Photos play a prominent role on Facebook and, until now, visually impaired users have out on a lot of updates from their friends. Facebook’s engineers have incorporated artificial intelligence in an attempt to describe these pictures to blind or partially blind users.
Facebook is calling the system “automatic alternative text” and it’s based on a neural network with vast, complex databases designed to mimic the human brain as closely as possible.
The AI software doesn’t actually “see” the picture, but it can compare the objects in it with its vast internal database of similar photos and make an educated guess about what’s being shown. Part of the challenge, Facebook says, is in getting computers to recognize what’s most important in an image, whether that’s the people, the background or the “action.”
For each image, the AI system returns a confidence score indicating how sure it is that it can identify what’s in the picture. If this is above 80 percent, an automatically-generated caption appears. According to the engineers behind the system, that target is already being hit for half of all the pictures on the social network, and the underlying technology is getting better all the time.
When objects and people have been identified, Facebook’s software constructs a sentence to describe the picture. If there’s some doubt about the picture then the sentence starts with “image may contain” to express that uncertainty.

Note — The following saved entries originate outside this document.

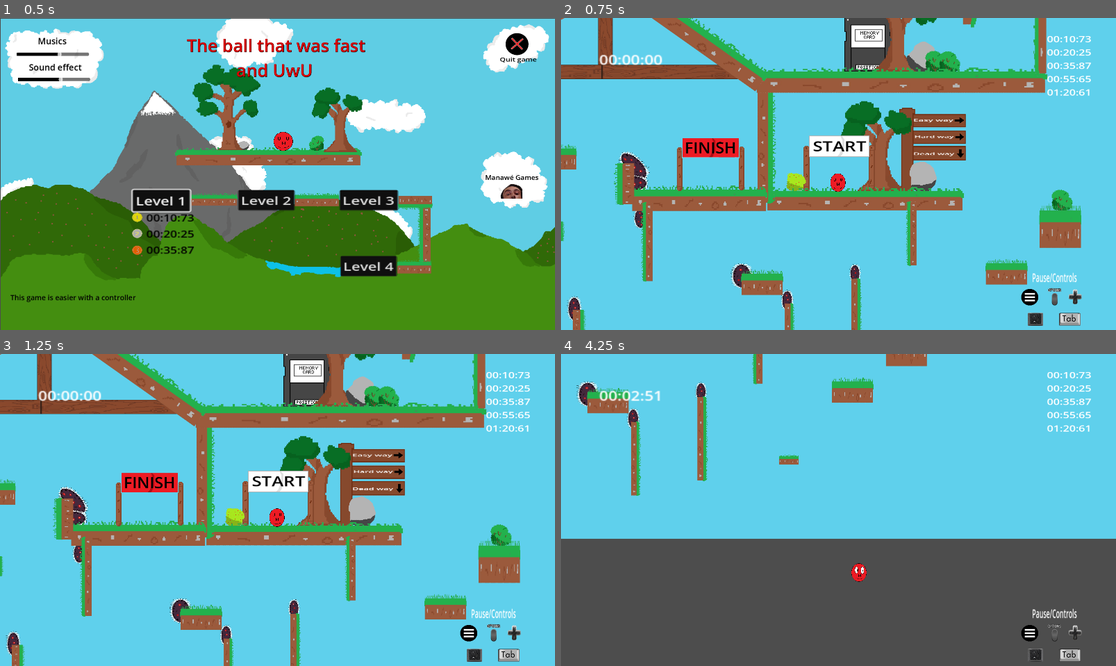
Above: before the commit, frames 1-4 (two rows, left to right).
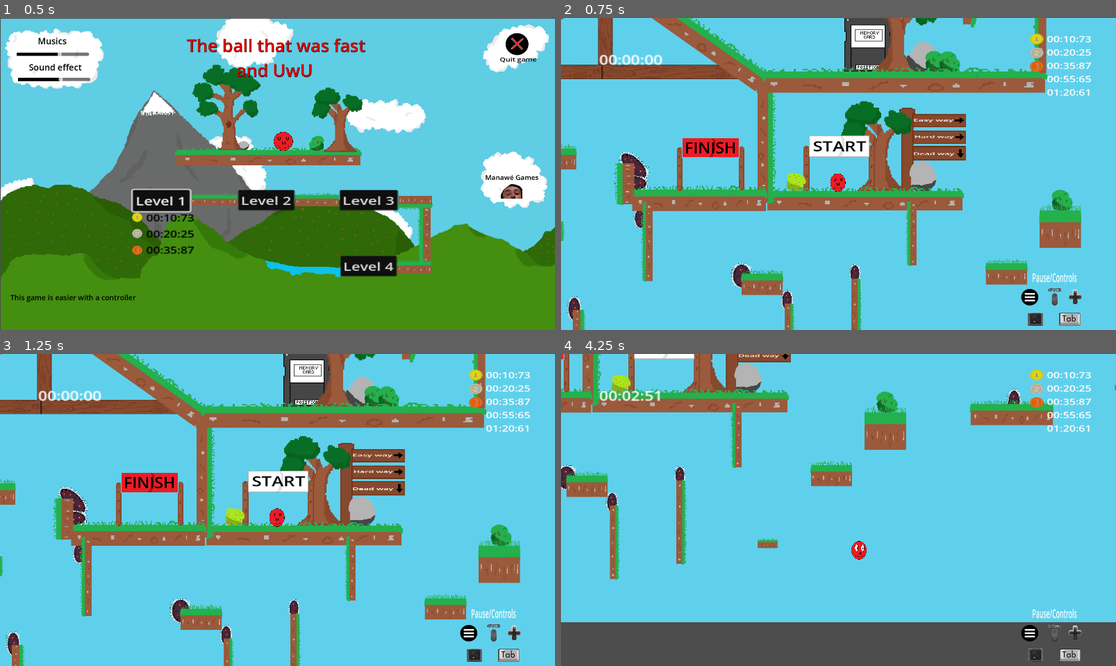
Above: after the commit, the same moments.

Repository: Mahnwe/TheBallThatWasUwU
Game: Godot game, scene res://Scenes/menu.tscn
Same seed, same stepped clock (60 frames per second), same inputs: the game is played once before the commit and once after it. Sound files missing from this copy of the repository are replaced by a short silence.
Inputs (mouse positions are in pixels of both pictures, inside the frame that each line leads up to):
- Up to frame 1 (0.5 s): no input
- Up to frame 2 (0.75 s): click "Level 1" at 0.5 s
- Up to frame 3 (1.25 s): no input
- Up to frame 4 (4.25 s): tap Enter at 1.25 s; move the mouse to (960, 494) at 1.27 s; hold D (move_right) 1.28-2.78 s; tap Shift (dash) at 1.35, 3.05 s; click (960, 494) at 1.42 s; tap Space (jump) at 1.52, 1.82, 2.27, 2.3, 2.57, 3.77, 4.07 s; tap F (next_level) at 1.55, 2.1, 3.8 s; move the mouse to (727, 525) at 2.02 s; move the mouse to (894, 441) at 2.77 s; hold A (move_left) 2.78-3.53 s; hold Space (jump) 2.78-3.53 s; move the mouse to (810, 572) at 3.52 s; hold D (move_right) from 3.53 s (still down); tap C (close_commands) at 3.6 s; click (810, 572) at 3.67 s

Frame 1 is identical in both runs. In frame 2, 0.2% of the frame differs, in the area x 84-87%, y 4-18%; in frame 3, 0.2%; in frame 4, 38%, in the area x 0-100%, y 0-86%.

Commit message:
Add medal sprites to level's timer ranks, change forgotten spike in level 1, and modify player's movements (dash can't be spam anymore, faster slide on walls and better jump handling)

Diff:
--- a/Scenes/level1.tscn
+++ b/Scenes/level1.tscn
@@ -476,7 +476,7 @@
 scale = Vector2(0.280002, 0.2)
 
 [node name="Spike37" parent="." instance=ExtResource("6_mp22g")]
-position = Vector2(639, -632)
+position = Vector2(639, -616)
 scale = Vector2(0.320001, 0.220453)
 
 [node name="Finish" parent="." instance=ExtResource("11_r8tlj")]
--- a/Scenes/vbox_timer_label.tscn
+++ b/Scenes/vbox_timer_label.tscn
@@ -1,6 +1,9 @@
-[gd_scene load_steps=2 format=3 uid="uid://b2k7febsvejjl"]
+[gd_scene load_steps=5 format=3 uid="uid://b2k7febsvejjl"]
 
 [ext_resource type="Script" path="res://Scripts/VboxTimerLabel.gd" id="1_s6oky"]
+[ext_resource type="Texture2D" uid="uid://d0ffotplbx7kk" path="res://Arts/MedalSprite/GoldMedal.png" id="2_eo47u"]
+[ext_resource type="Texture2D" uid="uid://b3xwkjossotye" path="res://Arts/MedalSprite/SilverMedal.png" id="3_kx2cu"]
+[ext_resource type="Texture2D" uid="uid://v70dg745brn8" path="res://Arts/MedalSprite/BronzeMedal.png" id="4_fxi3u"]
 
 [node name="VboxTimerLabel" type="VBoxContainer"]
 offset_right = 267.0
@@ -26,3 +29,18 @@
 [node name="TimerRank5" type="Label" parent="."]
 layout_mode = 2
 theme_override_font_sizes/font_size = 35
+
+[node name="Sprite2D" type="Sprite2D" parent="."]
+position = Vector2(-32, 25)
+scale = Vector2(0.88, 0.88)
+texture = ExtResource("2_eo47u")
+
+[node name="Sprite2D2" type="Sprite2D" parent="."]
+position = Vector2(-32, 80)
+scale = Vector2(0.88, 0.88)
+texture = ExtResource("3_kx2cu")
+
+[node name="Sprite2D3" type="Sprite2D" parent="."]
+position = Vector2(-32, 134)
+scale = Vector2(0.88, 0.88)
+texture = ExtResource("4_fxi3u")
--- a/Scripts/player.gd
+++ b/Scripts/player.gd
@@ -8,13 +8,14 @@
 var gravity = 30
 
 #@export
-var jump_force = -670
+var jump_force = -700
 
 const VELOCITY_Y_MAX = 600
-const dash_speed = 1500
+const dash_speed = 2000
 
 var can_dash
 var have_dash_ability
+var dash_timer = Timer.new()
 
 var can_double_jump
 var number_of_jumps
@@ -28,6 +29,8 @@
 func _ready():
 	can_dash = false
 	can_double_jump = false
+	dash_timer.one_shot = true
+	self.add_child(dash_timer)
 	if(config.get_value("levels", "is_level_two_finished")):
 		can_dash = true
 		have_dash_ability = true
@@ -72,7 +75,7 @@
 		$AnimatedSprite2D.play()
 
 func _dash():
-	if can_dash and have_dash_ability:
+	if can_dash and have_dash_ability and dash_timer.time_left == 0:
 		$DashSound.play()
 		if velocity.x > 0 and Input.is_action_just_pressed("dash"):
 			$AnimatedSprite2D.animation = "dash"
@@ -81,6 +84,7 @@
 			can_dash = false
 			move_and_slide()
 			$AnimatedSprite2D.play()
+			dash_timer.start(0.5)
 		if velocity.x < 0 and Input.is_action_just_pressed("dash"):
 			$AnimatedSprite2D.animation = "dash"
 			$AnimatedSprite2D.flip_h = true
@@ -88,6 +92,7 @@
 			can_dash = false
 			move_and_slide()
 			$AnimatedSprite2D.play()
+			dash_timer.start(0.5)
 
 
 func check_if_player_is_not_on_floor():
@@ -132,7 +137,7 @@
 func _input(event):
 	if event.is_action_released("jump"):
 		if velocity.y < 0.0:
-			velocity.y *= 0.7
+			velocity.y *= 0.4
 
 func check_if_player_is_on_wall():
 		# Wall-jump
@@ -170,13 +175,13 @@
 	if collinding_right_wall():
 		number_of_jumps = 0
 		can_dash = true
-		velocity.y = gravity+65
+		velocity.y = gravity+90
 		$AnimatedSprite2D.animation = "stay"
 		$AnimatedSprite2D.flip_h = true
 	if colliding_left_wall():
 		number_of_jumps = 0
 		can_dash = true
-		velocity.y = gravity+65
+		velocity.y = gravity+90
 		$AnimatedSprite2D.animation = "stay"
 		$AnimatedSprite2D.flip_h = false

The feature is live now in the Facebook iOS app, as long as your language is set to English. Facebook says it hopes to roll out the service to more platforms, languages and markets in the near future. It actually works with any screen reader software – on iOS you can enable it via the VoiceOver tool in the Accessibility section of Settings (under General), for example.
Twitter has also started experimenting with a similar feature, though in this instance captions are added manually. Users on iOS and Android are being encouraged to add their own alt text captions for the benefit of the visually impaired. Letting humans do the work means more accuracy in the description, but it does depend on people putting in the time and effort to explain what they’re posting.